Exercise
Within the listing below, please show every line carrying the string "added".

========================================

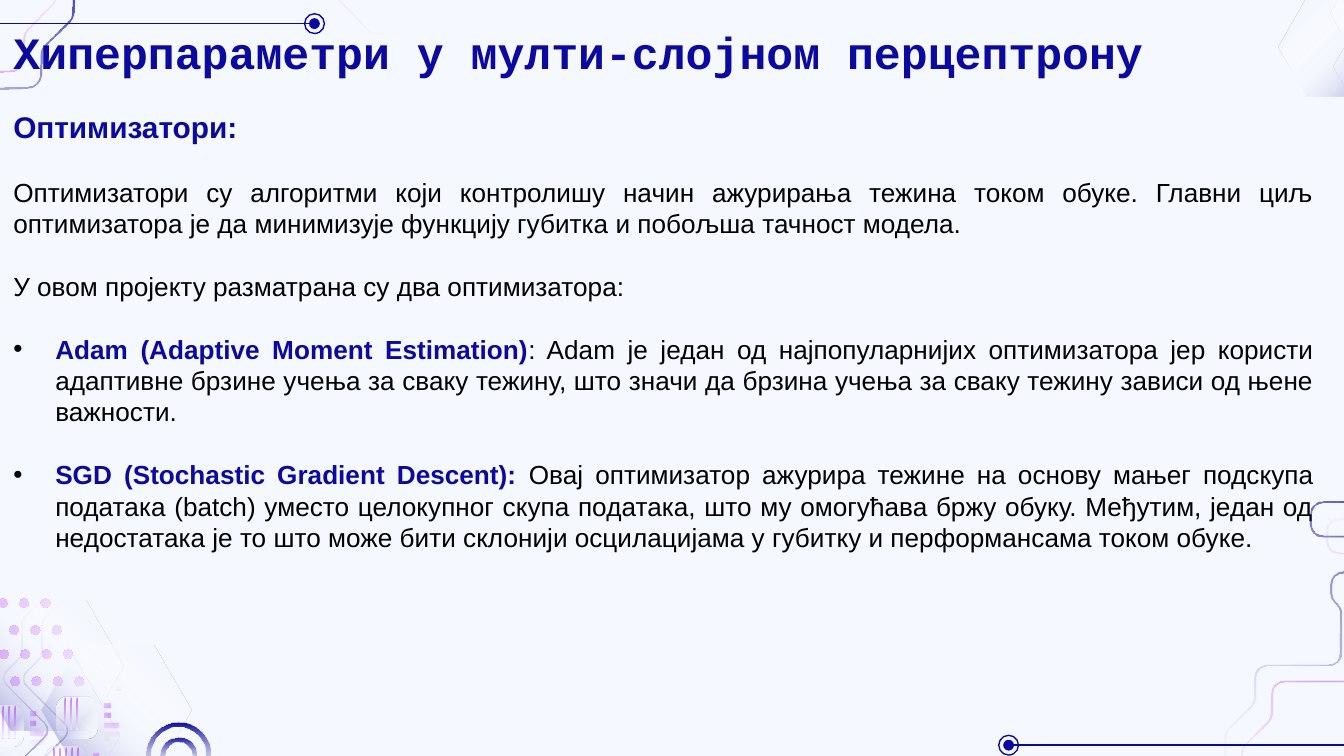
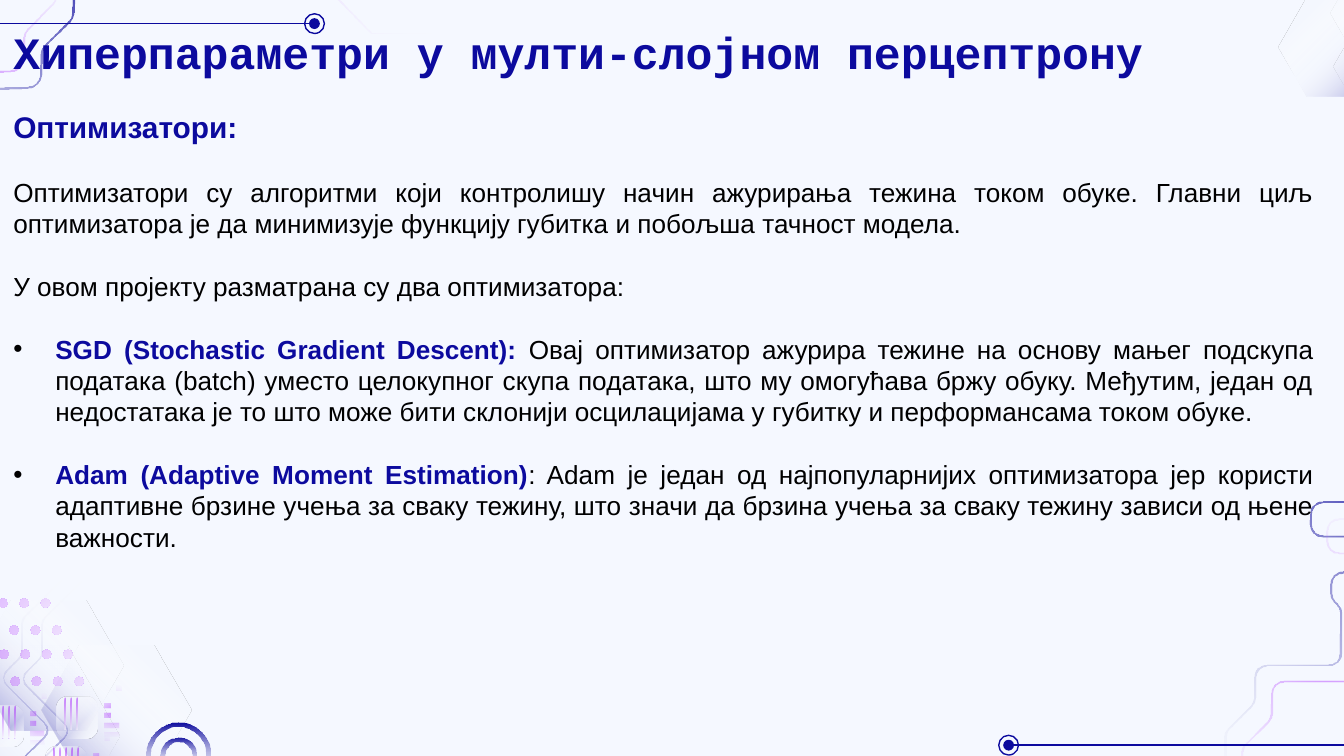
Before and after one commit to NastasijaaS/Predicting-mobile-user-distribution-in-the-Azimuth-Plane-using-MLP-neural-network, a slide deck: slide 13 of Пројекат4.pptx (slide 12 before the commit). Drawn at 1344x756 pixels with LibreOffice and Linux fonts; fonts in the diff are those of the drawing; background and template pictures are left out. Boxes give left, top, right and bottom in pixels: in the first picture for what was removed or moved away, otherwise in the second. Text is boxed around its words. In the diff, an @@ line names an element or a change of style, - is before the commit and + after.

Commit message:
Done

```diff
--- a/Пројекат4.pptx
+++ b/Пројекат4.pptx
@@ text at <box>55,340,1313,427</box>: paragraph added @@
+• SGD (Stochastic Gradient Descent): Овај оптимизатор ажурира тежине на основу мањег подскупа података (batch) уместо целокупног скупа података, што му омогућава бржу обуку. Међутим, један од недостатака је то што може бити склонији осцилацијама у губитку и перформансама током обуке.
@@ text at <box>55,465,1313,553</box>: paragraph removed @@
-• SGD (Stochastic Gradient Descent): Овај оптимизатор ажурира тежине на основу мањег подскупа података (batch) уместо целокупног скупа података, што му омогућава бржу обуку. Међутим, један од недостатака је то што може бити склонији осцилацијама у губитку и перформансама током обуке.
```
Also in this commit, not shown: 3 other slides changed, 2 slides added, 1 slide removed.

========================================

Final answer
@@ text at <box>55,340,1313,427</box>: paragraph added @@
Also in this commit, not shown: 3 other slides changed, 2 slides added, 1 slide removed.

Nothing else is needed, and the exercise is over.